Ya, i am into distance and i enjoy climbing. Without a car often i ride 10 minutes to the trails and 10 minutes back. I also pedal 60 minutes to other trails and back to spend 90-120 min. in those trails or 45 minutes to some other network. Going down full speed is not my priority. I am adjusting to a heavier bike and lower pedals. Thanks for the many pointers. :thumbsup:


----------



## Bigwheel (Jan 12, 2004)

Many pedal strikes on eMTB's are caused by the riders reluctance to let off so much that the PAS cuts out so they just keep cranking away and hope for the best. 

A trick that I have used for years on analog bikes transfers over nicely to eBikes. When looking to time your cranks give a slight amount of pressure to your front, or rear, but I usually use the front brake just enough so that you can maintain even pressure on your cranks while slowing their rotation to time them as you need without enough pressure to slow you down much. By doing this and keeping pressure on the cranks your PAS will stay activated and when you release the brake you will have instant engagement. I have been doing it so long that I don't even do it consciously and I didn't even realize how it was benefiting on the eBike for awhile until it dawned on me one day.....May or may not work for you but at least worth a try. I use 170 cranks and other than nasty hidden crap I get very few pedal strikes and am able to use the same length cranks on all my bikes.


----------



## 33red (Jan 5, 2016)

Bigwheel said:


> Many pedal strikes on eMTB's are caused by the riders reluctance to let off so much that the PAS cuts out so they just keep cranking away and hope for the best.
> 
> A trick that I have used for years on analog bikes transfers over nicely to eBikes. When looking to time your cranks give a slight amount of pressure to your front, or rear, but I usually use the front brake just enough so that you can maintain even pressure on your cranks while slowing their rotation to time them as you need without enough pressure to slow you down much. By doing this and keeping pressure on the cranks your PAS will stay activated and when you release the brake you will have instant engagement. I have been doing it so long that I don't even do it consciously and I didn't even realize how it was benefiting on the eBike for awhile until it dawned on me one day.....May or may not work for you but at least worth a try. I use 170 cranks and other than nasty hidden crap I get very few pedal strikes and am able to use the same length cranks on all my bikes.


I am sorry but i do not know the meaning of PAS.
On my Yamaha system there is no delay, as son as pressure is applied the assist is engaged. I think most manufacturers end up with lower BB. Maybe part of the reason there is less room between the bottom of my Ebike and my bikes is some kind of plate to protect the system and i think there is a bit of room to avoid over heating. Maybe it is to help us deal with the heavier weight?? But i looked at many manufacturers and some use 165 arms on all frame sizes wich is different than regular bikes.
I just like to avoid bangning my rides on rocks, trees, etc... Sometimes i just accelerate before so i can stop pedaling but that option is not allways available and if my assist is minimum racheting can only go sofar. Anyways i place myself in challenging situations to improve my skills. I started to use my brakes to go forward wich sounds funny but makes sense.

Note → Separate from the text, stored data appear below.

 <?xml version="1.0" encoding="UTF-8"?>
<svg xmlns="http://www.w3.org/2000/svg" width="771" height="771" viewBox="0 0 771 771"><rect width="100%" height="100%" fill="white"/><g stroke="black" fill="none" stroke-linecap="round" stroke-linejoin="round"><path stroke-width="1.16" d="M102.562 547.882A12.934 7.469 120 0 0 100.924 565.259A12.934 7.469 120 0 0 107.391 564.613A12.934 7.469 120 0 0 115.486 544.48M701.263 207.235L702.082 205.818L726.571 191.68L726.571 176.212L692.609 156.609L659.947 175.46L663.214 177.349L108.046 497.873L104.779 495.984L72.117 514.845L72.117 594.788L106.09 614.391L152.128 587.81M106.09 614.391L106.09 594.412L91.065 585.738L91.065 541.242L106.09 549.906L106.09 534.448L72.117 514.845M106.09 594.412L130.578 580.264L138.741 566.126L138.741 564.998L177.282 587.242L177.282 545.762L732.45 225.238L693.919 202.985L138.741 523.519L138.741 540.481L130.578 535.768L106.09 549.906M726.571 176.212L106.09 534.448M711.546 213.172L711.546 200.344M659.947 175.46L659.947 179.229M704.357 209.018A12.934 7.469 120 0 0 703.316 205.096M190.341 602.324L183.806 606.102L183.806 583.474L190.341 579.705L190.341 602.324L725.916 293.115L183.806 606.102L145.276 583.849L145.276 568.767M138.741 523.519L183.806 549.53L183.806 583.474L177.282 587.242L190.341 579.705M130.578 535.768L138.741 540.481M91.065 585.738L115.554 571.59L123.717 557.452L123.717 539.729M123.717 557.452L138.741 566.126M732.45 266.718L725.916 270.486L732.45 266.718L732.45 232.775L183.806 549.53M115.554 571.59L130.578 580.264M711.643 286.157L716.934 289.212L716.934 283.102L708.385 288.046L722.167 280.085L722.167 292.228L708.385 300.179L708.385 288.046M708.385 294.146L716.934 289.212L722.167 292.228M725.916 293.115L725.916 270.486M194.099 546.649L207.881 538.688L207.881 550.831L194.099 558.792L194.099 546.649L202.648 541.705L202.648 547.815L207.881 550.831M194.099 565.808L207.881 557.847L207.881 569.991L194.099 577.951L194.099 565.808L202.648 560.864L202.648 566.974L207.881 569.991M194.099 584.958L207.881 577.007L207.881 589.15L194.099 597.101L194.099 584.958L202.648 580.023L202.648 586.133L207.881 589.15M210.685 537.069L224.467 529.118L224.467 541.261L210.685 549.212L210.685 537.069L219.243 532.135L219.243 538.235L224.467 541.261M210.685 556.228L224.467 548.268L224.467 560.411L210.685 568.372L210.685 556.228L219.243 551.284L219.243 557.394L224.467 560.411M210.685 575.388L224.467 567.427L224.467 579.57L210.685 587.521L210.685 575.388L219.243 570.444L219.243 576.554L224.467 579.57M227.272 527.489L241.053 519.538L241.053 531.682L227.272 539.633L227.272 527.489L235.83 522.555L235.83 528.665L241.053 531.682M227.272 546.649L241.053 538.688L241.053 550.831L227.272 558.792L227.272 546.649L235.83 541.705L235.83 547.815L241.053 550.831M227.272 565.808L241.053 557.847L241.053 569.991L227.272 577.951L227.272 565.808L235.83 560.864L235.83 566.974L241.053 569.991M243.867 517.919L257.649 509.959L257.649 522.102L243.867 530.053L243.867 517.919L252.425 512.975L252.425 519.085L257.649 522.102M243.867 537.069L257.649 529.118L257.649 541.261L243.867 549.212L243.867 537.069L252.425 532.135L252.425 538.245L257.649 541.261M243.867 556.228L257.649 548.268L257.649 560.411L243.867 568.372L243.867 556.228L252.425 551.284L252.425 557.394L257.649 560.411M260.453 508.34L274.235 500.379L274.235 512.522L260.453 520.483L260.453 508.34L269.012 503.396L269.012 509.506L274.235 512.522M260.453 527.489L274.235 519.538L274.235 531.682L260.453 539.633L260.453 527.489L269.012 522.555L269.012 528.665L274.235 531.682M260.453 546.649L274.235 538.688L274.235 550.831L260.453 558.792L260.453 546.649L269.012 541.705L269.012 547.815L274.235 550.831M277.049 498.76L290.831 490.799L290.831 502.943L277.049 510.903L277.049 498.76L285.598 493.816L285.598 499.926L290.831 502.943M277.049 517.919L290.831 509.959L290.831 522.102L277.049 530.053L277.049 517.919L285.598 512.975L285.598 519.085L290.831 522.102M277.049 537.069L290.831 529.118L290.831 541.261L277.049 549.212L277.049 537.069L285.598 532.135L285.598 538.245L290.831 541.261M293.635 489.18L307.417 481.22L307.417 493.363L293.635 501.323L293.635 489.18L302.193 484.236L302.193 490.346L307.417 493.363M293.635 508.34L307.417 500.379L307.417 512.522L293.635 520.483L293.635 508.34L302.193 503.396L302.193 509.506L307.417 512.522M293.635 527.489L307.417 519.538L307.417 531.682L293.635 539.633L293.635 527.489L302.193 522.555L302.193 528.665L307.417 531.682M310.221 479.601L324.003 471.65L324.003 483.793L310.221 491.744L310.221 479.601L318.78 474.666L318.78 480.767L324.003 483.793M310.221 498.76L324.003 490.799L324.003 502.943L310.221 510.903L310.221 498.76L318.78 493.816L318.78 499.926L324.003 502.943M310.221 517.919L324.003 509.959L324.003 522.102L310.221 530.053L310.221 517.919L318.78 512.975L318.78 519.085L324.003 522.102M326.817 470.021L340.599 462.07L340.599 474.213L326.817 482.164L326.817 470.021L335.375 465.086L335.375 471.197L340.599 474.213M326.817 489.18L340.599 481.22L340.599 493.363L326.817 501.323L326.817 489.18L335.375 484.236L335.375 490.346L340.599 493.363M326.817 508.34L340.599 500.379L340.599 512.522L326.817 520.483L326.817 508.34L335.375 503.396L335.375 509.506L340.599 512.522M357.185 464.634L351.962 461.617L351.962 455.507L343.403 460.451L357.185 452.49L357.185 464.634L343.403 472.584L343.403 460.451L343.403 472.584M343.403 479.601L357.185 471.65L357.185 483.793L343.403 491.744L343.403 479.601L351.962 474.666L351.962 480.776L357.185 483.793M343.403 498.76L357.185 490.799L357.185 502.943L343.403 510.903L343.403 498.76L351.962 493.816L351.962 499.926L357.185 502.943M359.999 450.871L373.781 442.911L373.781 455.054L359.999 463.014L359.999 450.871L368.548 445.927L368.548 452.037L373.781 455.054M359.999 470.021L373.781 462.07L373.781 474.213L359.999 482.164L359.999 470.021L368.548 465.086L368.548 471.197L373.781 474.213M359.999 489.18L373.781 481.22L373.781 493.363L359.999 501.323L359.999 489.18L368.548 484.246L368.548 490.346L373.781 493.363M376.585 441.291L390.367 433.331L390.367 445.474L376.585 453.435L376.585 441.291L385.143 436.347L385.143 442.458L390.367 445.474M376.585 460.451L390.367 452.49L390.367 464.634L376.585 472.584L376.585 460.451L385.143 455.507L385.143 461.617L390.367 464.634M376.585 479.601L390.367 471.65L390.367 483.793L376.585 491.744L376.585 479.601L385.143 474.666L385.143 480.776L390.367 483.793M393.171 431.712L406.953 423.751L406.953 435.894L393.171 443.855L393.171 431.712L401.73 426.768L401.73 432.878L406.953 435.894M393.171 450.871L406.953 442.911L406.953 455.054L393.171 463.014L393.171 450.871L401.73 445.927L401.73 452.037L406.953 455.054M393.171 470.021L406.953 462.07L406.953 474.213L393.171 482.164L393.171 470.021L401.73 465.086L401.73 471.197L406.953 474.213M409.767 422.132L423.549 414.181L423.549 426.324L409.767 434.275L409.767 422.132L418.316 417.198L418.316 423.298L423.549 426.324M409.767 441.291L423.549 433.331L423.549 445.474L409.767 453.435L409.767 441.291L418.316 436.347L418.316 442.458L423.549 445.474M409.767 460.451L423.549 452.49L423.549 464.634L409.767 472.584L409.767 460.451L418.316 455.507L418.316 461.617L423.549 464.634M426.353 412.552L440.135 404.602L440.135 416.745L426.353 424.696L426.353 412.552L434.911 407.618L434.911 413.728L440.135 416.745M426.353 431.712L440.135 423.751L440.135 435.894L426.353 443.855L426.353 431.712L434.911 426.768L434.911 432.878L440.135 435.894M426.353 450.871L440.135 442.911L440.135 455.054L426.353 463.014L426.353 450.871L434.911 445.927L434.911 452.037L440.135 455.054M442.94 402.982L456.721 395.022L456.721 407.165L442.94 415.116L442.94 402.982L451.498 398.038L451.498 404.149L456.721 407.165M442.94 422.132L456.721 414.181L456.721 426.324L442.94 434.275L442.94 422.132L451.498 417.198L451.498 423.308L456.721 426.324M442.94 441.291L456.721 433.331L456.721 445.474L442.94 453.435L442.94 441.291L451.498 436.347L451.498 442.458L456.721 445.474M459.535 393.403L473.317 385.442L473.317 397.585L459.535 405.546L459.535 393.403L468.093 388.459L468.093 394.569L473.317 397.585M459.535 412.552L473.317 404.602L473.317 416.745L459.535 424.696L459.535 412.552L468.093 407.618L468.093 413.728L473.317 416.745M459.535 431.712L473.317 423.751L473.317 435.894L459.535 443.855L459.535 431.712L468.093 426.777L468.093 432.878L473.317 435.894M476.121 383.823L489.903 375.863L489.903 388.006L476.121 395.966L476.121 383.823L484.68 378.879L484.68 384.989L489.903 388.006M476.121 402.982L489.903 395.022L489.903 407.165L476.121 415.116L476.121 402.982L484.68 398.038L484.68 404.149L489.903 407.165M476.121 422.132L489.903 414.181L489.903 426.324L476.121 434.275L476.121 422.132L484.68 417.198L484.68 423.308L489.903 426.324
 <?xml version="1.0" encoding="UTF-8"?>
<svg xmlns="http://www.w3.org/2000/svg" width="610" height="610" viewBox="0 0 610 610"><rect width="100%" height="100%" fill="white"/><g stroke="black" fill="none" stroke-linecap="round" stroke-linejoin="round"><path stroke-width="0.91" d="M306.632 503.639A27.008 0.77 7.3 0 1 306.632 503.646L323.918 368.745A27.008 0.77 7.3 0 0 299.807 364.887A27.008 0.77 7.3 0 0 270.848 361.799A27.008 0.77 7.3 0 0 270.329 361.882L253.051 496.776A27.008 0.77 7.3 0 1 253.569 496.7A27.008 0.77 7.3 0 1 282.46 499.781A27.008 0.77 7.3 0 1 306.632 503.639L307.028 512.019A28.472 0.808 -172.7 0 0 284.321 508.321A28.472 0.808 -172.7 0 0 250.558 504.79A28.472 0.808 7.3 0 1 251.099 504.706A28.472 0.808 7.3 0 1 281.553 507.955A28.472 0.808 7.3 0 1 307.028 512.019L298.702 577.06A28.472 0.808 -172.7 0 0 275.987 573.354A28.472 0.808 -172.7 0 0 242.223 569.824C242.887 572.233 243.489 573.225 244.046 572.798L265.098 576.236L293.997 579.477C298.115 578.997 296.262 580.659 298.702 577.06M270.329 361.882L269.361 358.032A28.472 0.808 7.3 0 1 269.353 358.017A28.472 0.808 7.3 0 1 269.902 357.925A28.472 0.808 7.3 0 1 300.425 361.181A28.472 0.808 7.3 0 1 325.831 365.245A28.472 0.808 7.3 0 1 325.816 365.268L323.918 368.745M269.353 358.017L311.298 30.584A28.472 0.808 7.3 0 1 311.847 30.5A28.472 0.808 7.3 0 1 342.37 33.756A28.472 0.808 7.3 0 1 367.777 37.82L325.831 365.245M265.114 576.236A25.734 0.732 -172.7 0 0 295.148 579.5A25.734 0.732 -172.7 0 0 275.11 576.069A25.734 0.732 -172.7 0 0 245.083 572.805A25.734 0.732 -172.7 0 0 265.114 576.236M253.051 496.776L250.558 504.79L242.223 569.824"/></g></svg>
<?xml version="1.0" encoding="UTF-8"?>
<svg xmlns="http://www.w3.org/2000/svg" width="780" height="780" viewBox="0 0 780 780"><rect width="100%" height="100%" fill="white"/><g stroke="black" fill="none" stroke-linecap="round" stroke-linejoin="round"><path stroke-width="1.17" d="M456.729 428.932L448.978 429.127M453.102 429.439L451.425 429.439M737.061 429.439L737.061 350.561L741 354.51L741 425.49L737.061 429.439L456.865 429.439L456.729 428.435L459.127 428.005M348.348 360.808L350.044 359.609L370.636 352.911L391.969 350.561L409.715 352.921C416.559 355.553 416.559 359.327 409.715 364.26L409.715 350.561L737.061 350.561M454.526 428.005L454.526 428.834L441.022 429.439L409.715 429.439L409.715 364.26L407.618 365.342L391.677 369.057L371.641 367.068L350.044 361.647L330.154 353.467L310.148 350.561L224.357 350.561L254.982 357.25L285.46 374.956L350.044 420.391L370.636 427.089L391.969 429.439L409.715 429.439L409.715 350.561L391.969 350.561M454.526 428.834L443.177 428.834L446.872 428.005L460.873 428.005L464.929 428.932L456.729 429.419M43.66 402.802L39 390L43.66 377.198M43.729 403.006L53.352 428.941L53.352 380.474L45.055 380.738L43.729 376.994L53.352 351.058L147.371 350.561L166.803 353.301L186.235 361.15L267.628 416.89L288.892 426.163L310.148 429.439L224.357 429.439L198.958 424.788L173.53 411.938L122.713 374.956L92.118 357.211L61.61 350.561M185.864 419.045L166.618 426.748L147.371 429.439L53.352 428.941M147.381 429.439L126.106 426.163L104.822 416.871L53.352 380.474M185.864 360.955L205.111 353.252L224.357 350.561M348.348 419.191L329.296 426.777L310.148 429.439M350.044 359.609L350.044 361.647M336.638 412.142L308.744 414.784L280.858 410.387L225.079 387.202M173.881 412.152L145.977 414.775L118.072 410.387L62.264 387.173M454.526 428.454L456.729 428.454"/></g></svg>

Edit: is Power Assist System the meaning of PAS?


----------



## richj8990 (Apr 4, 2017)

33red said:


> I am sorry but i do not know the meaning of PAS.
> On my Yamaha system there is no delay, as son as pressure is applied the assist is engaged. I think most manufacturers end up with lower BB. Maybe part of the reason there is less room between the bottom of my Ebike and my bikes is some kind of plate to protect the system and i think there is a bit of room to avoid over heating. Maybe it is to help us deal with the heavier weight?? But i looked at many manufacturers and some use 165 arms on all frame sizes wich is different than regular bikes.
> I just like to avoid bangning my rides on rocks, trees, etc... Sometimes i just accelerate before so i can stop pedaling but that option is not allways available and if my assist is minimum racheting can only go sofar. Anyways i place myself in challenging situations to improve my skills. I started to use my brakes to go forward wich sounds funny but makes sense.
> 
> Edit: is Power Assist System the meaning of PAS?


I think bigwheel means torque PAS or torque sensing if he's on a mid-drive.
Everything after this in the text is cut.